If you want to do it the hard way, make your own bow and chip your own arrowhead. If not, stop wetting your pants over what some other hunter wants to use.


----------



## Moon (Jul 16, 2006)

*No hope for the ignorant ones*

most likely shooting 80% letoff compounds and triggers. Dont' worry, with age and hopefully some wisdom, there may be hope for you. In the meantime, you should try shutting up until you know what you are blabbing about. I know that's difficult but it will be a lot more becoming...........not that you have any idea what I'm talking about:icon_1_lol:


----------



## sits in trees (Oct 9, 2006)

PAkilla86 said:


> +1 on that...Thats my main concern. But I think its gonna be pretty much the same as it is now. Theres idiot archers now and always will be...its just now the lazy ones will carry Xbows...lol


hey stud, i'll be hunting in your state this upcoming crossbow season, maybe we should hook up and i can show you how lazy i can be


----------



## tabarch (Sep 20, 2006)

The worst problem you will see with Xbows is that alot of the first time shooters will not know the limitations of the weapon and think the can attempt shots alot farther than they should, and other than there will be more people in the woods there is not a whole lot to get excited about. I personally would like to see a seperate season for Xbows but I don't think that will ever happen here.


----------



## Moon (Jul 16, 2006)

*Hey, I see that all the time*

from compound and traditional bowhunters I personally know a few tradtional shooters that should not be allowed in the woods. They can't hit a washtub at 10 yards:icon_1_lol:


----------



## BigBirdVA (Nov 5, 2002)

tabarch said:


> I personally would like to see a seperate season for Xbows but I don't think that will ever happen here.

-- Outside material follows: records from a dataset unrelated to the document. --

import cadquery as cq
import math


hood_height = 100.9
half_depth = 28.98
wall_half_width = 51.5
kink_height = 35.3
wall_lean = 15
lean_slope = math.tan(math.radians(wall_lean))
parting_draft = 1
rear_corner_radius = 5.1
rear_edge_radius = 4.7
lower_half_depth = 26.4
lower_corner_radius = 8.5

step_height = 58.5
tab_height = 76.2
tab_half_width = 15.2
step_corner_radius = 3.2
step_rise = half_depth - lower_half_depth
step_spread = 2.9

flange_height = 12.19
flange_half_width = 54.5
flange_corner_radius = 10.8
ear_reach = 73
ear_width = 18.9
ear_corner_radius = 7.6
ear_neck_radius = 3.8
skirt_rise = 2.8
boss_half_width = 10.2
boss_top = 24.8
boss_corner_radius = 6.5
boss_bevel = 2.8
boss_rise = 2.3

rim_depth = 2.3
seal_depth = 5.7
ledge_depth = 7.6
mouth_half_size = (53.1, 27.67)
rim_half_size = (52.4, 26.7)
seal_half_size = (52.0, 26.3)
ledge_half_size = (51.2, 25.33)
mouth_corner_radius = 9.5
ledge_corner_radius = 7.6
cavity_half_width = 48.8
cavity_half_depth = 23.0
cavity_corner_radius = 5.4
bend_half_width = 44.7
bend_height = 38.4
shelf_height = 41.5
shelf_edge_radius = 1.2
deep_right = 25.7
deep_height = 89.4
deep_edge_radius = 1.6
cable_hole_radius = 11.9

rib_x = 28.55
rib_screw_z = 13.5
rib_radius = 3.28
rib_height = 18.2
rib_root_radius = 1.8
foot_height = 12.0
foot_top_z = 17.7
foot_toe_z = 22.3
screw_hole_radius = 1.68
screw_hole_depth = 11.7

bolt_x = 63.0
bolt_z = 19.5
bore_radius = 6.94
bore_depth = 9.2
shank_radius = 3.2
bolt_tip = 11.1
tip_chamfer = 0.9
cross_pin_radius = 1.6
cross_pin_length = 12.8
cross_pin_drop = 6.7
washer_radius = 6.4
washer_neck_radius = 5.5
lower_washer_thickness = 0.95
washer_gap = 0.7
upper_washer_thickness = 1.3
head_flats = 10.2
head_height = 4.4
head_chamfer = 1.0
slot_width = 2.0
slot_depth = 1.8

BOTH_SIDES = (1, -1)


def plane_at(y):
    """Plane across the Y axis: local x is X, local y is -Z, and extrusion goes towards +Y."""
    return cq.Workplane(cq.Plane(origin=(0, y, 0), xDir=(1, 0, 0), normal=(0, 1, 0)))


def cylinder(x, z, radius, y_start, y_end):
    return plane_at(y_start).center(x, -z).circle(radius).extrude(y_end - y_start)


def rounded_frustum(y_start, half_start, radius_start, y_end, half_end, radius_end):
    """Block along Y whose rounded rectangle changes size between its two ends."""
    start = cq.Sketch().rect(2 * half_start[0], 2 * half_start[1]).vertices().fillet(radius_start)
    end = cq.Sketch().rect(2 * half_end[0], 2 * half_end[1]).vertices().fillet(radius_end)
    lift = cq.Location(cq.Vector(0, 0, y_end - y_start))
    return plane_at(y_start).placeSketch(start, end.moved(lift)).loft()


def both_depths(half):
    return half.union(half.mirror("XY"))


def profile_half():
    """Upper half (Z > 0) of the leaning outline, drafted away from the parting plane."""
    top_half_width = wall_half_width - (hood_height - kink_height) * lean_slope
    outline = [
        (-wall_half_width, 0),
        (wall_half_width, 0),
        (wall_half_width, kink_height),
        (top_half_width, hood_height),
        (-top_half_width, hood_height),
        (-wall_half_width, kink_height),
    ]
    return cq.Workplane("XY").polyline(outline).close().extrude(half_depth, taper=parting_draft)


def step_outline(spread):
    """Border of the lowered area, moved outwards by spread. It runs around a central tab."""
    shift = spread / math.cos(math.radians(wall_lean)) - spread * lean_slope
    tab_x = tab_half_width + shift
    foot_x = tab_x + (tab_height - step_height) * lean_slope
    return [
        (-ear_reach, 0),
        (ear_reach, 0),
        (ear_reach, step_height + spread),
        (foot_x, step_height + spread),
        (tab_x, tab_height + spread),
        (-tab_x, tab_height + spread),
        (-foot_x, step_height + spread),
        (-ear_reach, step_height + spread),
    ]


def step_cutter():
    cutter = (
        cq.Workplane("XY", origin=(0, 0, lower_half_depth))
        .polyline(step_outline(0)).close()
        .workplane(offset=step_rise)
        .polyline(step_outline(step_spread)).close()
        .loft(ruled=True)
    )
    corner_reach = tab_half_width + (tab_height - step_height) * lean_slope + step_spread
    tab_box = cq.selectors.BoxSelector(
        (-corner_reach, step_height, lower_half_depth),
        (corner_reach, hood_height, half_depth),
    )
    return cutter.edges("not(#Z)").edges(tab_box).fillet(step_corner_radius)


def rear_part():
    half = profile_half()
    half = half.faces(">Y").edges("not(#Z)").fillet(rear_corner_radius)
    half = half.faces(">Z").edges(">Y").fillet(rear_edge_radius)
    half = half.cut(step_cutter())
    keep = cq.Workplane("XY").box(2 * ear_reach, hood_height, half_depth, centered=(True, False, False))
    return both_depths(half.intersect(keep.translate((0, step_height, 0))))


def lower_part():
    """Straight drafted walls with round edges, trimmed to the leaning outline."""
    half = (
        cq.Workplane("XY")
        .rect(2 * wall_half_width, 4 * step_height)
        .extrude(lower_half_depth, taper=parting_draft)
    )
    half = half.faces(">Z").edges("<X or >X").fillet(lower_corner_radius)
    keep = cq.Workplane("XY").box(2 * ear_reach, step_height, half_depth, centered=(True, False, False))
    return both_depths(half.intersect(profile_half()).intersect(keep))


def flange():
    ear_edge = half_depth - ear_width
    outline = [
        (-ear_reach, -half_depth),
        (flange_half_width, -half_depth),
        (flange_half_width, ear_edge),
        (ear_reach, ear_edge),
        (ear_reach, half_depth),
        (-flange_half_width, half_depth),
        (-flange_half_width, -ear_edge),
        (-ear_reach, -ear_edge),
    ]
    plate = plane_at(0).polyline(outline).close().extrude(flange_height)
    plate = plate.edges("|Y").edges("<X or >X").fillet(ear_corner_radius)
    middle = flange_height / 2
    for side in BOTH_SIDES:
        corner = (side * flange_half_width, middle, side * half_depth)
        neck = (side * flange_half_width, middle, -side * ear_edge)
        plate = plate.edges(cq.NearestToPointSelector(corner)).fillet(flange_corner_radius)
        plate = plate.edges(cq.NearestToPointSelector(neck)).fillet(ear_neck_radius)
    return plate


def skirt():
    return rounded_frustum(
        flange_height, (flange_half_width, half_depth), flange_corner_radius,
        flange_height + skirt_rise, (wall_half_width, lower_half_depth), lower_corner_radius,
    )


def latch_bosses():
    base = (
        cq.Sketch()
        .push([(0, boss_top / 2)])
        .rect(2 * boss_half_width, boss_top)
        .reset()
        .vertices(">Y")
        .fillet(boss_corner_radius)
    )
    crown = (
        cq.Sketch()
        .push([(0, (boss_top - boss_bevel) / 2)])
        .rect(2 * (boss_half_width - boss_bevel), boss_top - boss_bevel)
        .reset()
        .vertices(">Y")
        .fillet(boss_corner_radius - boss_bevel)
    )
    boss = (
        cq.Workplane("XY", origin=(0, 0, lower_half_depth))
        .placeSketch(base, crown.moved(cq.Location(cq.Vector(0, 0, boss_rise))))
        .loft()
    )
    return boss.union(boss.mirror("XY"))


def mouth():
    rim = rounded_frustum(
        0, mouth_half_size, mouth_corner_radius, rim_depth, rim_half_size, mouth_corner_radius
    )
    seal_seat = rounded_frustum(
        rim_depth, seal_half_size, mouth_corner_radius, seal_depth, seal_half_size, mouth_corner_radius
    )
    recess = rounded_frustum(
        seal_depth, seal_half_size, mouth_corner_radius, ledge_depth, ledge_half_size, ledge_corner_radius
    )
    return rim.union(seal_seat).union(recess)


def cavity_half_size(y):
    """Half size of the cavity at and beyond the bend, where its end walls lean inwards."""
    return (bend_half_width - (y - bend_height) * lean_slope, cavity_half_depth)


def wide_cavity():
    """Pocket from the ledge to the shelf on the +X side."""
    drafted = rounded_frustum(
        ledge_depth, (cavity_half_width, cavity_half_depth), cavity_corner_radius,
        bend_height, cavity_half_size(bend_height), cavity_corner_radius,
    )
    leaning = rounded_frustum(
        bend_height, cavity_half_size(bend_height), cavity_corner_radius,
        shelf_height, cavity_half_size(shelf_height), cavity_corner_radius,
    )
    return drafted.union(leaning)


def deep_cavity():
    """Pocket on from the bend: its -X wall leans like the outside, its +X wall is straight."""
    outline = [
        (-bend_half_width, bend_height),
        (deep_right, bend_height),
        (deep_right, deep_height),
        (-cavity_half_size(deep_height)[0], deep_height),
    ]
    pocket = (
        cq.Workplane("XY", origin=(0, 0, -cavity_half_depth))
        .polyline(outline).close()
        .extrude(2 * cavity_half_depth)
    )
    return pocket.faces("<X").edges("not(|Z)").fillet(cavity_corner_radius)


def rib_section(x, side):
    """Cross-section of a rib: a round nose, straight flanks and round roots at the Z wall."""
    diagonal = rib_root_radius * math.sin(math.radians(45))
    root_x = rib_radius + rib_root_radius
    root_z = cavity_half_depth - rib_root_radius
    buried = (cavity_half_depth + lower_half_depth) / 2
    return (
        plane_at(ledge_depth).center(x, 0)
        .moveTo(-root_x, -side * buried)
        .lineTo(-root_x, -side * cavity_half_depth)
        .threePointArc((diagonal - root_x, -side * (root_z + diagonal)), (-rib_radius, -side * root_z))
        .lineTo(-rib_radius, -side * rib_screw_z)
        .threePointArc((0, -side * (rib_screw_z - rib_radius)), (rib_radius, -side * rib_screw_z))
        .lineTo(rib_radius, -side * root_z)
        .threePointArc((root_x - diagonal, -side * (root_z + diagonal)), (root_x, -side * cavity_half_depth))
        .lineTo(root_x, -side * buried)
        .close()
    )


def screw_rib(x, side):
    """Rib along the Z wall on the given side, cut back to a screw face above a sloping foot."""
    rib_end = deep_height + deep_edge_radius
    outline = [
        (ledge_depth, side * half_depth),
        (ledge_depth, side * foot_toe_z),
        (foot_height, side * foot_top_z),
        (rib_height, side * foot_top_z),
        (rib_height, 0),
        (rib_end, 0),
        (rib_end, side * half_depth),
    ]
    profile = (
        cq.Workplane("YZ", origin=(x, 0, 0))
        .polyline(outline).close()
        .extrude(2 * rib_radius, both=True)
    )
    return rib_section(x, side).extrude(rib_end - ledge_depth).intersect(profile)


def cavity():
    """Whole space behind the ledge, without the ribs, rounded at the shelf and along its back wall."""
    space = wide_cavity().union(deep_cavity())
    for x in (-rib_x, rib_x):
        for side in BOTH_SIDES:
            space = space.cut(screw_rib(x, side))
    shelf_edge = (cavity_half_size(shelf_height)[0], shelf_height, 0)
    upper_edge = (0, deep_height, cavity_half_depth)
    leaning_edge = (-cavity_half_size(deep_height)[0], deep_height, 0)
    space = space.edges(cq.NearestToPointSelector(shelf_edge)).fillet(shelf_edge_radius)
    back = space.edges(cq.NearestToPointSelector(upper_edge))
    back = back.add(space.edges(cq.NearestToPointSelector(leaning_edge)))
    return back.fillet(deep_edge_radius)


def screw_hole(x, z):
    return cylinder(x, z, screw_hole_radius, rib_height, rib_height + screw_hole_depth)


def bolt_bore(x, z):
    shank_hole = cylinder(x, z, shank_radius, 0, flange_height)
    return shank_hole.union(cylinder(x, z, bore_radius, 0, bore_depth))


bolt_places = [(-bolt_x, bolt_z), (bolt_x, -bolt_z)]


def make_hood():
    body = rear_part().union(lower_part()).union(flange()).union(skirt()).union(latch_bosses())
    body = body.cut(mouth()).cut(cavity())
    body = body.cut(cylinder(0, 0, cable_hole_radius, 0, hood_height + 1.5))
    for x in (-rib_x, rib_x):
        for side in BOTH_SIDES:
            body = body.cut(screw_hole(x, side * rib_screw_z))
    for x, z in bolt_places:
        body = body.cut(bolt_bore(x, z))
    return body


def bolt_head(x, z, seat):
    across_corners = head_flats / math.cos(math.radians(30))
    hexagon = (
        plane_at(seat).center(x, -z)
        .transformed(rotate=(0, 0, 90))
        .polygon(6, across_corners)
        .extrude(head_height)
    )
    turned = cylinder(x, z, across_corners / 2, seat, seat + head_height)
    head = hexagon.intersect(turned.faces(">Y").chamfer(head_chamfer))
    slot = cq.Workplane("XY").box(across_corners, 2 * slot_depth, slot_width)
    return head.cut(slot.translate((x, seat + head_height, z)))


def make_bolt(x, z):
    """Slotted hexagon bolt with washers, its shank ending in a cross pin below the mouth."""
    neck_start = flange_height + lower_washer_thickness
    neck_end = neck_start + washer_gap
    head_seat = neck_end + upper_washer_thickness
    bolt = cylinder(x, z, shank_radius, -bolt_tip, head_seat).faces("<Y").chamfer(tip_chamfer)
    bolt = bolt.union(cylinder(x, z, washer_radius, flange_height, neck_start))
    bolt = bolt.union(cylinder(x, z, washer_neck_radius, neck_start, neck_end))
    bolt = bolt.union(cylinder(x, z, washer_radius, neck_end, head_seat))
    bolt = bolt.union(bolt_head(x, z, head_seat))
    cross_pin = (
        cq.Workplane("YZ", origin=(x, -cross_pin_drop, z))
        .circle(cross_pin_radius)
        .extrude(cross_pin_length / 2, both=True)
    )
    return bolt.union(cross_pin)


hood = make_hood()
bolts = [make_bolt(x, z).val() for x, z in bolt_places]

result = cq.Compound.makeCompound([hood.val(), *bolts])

I would like to see one for archery that isn't shared with single shot high power rifles or primitive weapons as they're now called.


----------



## Redclub (Apr 14, 2009)

With X-Bows there will be more deer registered, but less deer killed
Redclub


----------



## Jim C (Oct 15, 2002)

Redclub said:


> With X-Bows there will be more deer registered, but less deer killed
> Redclub


I am trying to figure out what this means

It makes no sense whatsoever


----------



## BigBirdVA (Nov 5, 2002)

Jim C said:


> I am trying to figure out what this means
> 
> It makes no sense whatsoever


It's not supposed to. 

Here this year they added another 3 does to the bonus tags. That's what xbows did they made the limits go up ! :mg:


----------



## Jim C (Oct 15, 2002)

BigBirdVA said:


> It's not supposed to.
> 
> Here this year they added another 3 does to the bonus tags. That's what xbows did they made the limits go up ! :mg:




Thanks BB-I am cursed by my need to think logically when I deal with those who feel


----------



## MACHXKING (Jul 27, 2006)

Would you rather have a child sit in front of the computer or tv or at least get them outdoors. No matter what anyone thinks hunting is on a decline and we need all the support we can get like it or not. When compound bows came out the same remarks were used to put down guy's who used them. We need to unite within the sport not look down our nose at someone else's choice of harvest tool.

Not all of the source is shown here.